I know you have heard this before from me, “Life is a collection of experiences!”
However cliché this must sound, isn’t it really true? Our experiences drive and shape the way we process important information like retirement. Who can afford to make choices that result in monetary losses in the market and with commodity costs higher now more than ever it’s critical for you the investor to make really smart choices with your money?
I’m no economic expert, and clearly there are many opinions out there on what is actually happening to our economy, but I urge you to consider these three factors that I believe are relevant going forward that may cause a correction in the U.S. stock market.
Again this is my opinion, and I do have a propensity to hyper-focus on the “safety of my client’s monies,” but I’m of the opinion that this is not really a bad thing! If your office were like mine, located on Route 3 and Plymouth Street in the middle of Meredith, you might understand my personal concerns for my own viability as a successful business owner and responsible leader in my community.

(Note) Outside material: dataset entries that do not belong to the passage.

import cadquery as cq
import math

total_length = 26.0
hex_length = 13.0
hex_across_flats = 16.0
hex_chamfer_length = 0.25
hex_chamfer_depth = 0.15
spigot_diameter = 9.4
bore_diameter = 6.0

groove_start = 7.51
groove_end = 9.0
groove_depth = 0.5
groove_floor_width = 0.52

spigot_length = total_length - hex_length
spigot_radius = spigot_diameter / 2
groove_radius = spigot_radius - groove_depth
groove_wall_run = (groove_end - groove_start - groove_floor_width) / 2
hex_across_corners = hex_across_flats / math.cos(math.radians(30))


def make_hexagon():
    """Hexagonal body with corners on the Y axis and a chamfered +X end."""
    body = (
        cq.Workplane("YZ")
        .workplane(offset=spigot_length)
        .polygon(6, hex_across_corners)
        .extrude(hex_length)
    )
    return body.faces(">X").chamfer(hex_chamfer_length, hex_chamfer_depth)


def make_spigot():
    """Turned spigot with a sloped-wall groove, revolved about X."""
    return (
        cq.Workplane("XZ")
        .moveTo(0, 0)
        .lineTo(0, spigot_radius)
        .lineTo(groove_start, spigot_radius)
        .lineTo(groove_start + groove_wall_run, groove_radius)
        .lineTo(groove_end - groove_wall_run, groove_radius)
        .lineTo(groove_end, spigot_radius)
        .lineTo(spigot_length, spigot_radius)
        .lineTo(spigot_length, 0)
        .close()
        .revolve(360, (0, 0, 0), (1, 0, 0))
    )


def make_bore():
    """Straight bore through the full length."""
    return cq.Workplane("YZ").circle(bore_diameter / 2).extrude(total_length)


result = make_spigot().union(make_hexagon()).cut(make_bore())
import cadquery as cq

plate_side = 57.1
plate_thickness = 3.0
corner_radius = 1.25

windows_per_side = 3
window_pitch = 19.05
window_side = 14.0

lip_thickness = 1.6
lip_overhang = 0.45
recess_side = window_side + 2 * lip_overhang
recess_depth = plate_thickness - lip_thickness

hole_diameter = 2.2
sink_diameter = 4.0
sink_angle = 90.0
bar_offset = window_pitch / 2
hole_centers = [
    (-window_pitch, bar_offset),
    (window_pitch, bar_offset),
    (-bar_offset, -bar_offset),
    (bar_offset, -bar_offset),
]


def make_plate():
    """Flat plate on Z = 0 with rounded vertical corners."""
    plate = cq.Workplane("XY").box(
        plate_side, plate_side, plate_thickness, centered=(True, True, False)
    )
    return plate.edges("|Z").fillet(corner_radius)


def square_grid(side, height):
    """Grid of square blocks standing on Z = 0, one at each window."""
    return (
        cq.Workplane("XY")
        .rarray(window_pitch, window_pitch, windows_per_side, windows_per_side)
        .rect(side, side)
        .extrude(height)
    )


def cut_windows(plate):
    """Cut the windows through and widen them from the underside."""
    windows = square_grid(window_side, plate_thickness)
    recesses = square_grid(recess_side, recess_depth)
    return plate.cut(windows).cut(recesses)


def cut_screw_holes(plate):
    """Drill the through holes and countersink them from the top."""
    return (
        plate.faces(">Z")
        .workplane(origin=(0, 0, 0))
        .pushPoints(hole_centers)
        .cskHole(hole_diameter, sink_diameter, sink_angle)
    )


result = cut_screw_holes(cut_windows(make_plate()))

The Never Ending Learning Process
This summer, I have been devouring books and magazine articles on the economy trying hard to truly understand what is actually happening to our economy. My thoughts are the more I know, the greater chances I can help my clients. That also being said, there are so many opinions. Here are my thoughts:
1. The American consumer(s) are tapped out with this market. Credit card debt is rising at exponential rates. Gas prices and the food costs at the supermarket are having a real effect on the middle class. Savings rates are almost nonexistent and this is problematic for retirees and future retirees. They say we are in a recovery but it’s a weak recovery. In fact Consumer Confidence Index at 85.2 is a long way from its historic highs. In 1999 just before the .com bubble burst the consumer confidence level was 144.7. The middle class is broke, looking for work, and leveraged to the max! This recovery according to the experts is weak at best.
2. Large companies and corporations have been creative in their accounting approaches. They are laying off employees, holding capital in reserves, using stock buybacks and debt offerings. Essentially corporations have driven earnings by cutting costs right to the bone and the balance sheet looks good for now, but at some point the shell game is going to collapse.
3. Lastly, sales are not up across the board for most of these Fortune 500 companies. Corporations are squeezing more out of workers, outsourcing jobs, and trimming costs or adding fees, (i.e.,airline industry baggage fees, and cramming people in tightly spaced seats).
Plain and simply stated, “Be smart with your money!” Anticipate change and work with your advisors to mitigate losses and costs to your retirement. The "essence" of a good retirement plan is to always be hyper-vigilant and look at what factors could interrupt your lifestyle.
I tell my clients that these are different times, and require good and solid advice from expert professionals. Lastly, my late dad used to tell me, “Getting older isn’t for sissies!” The aging process has its own issues. Let’s not let money related concerns rob you of your dignity.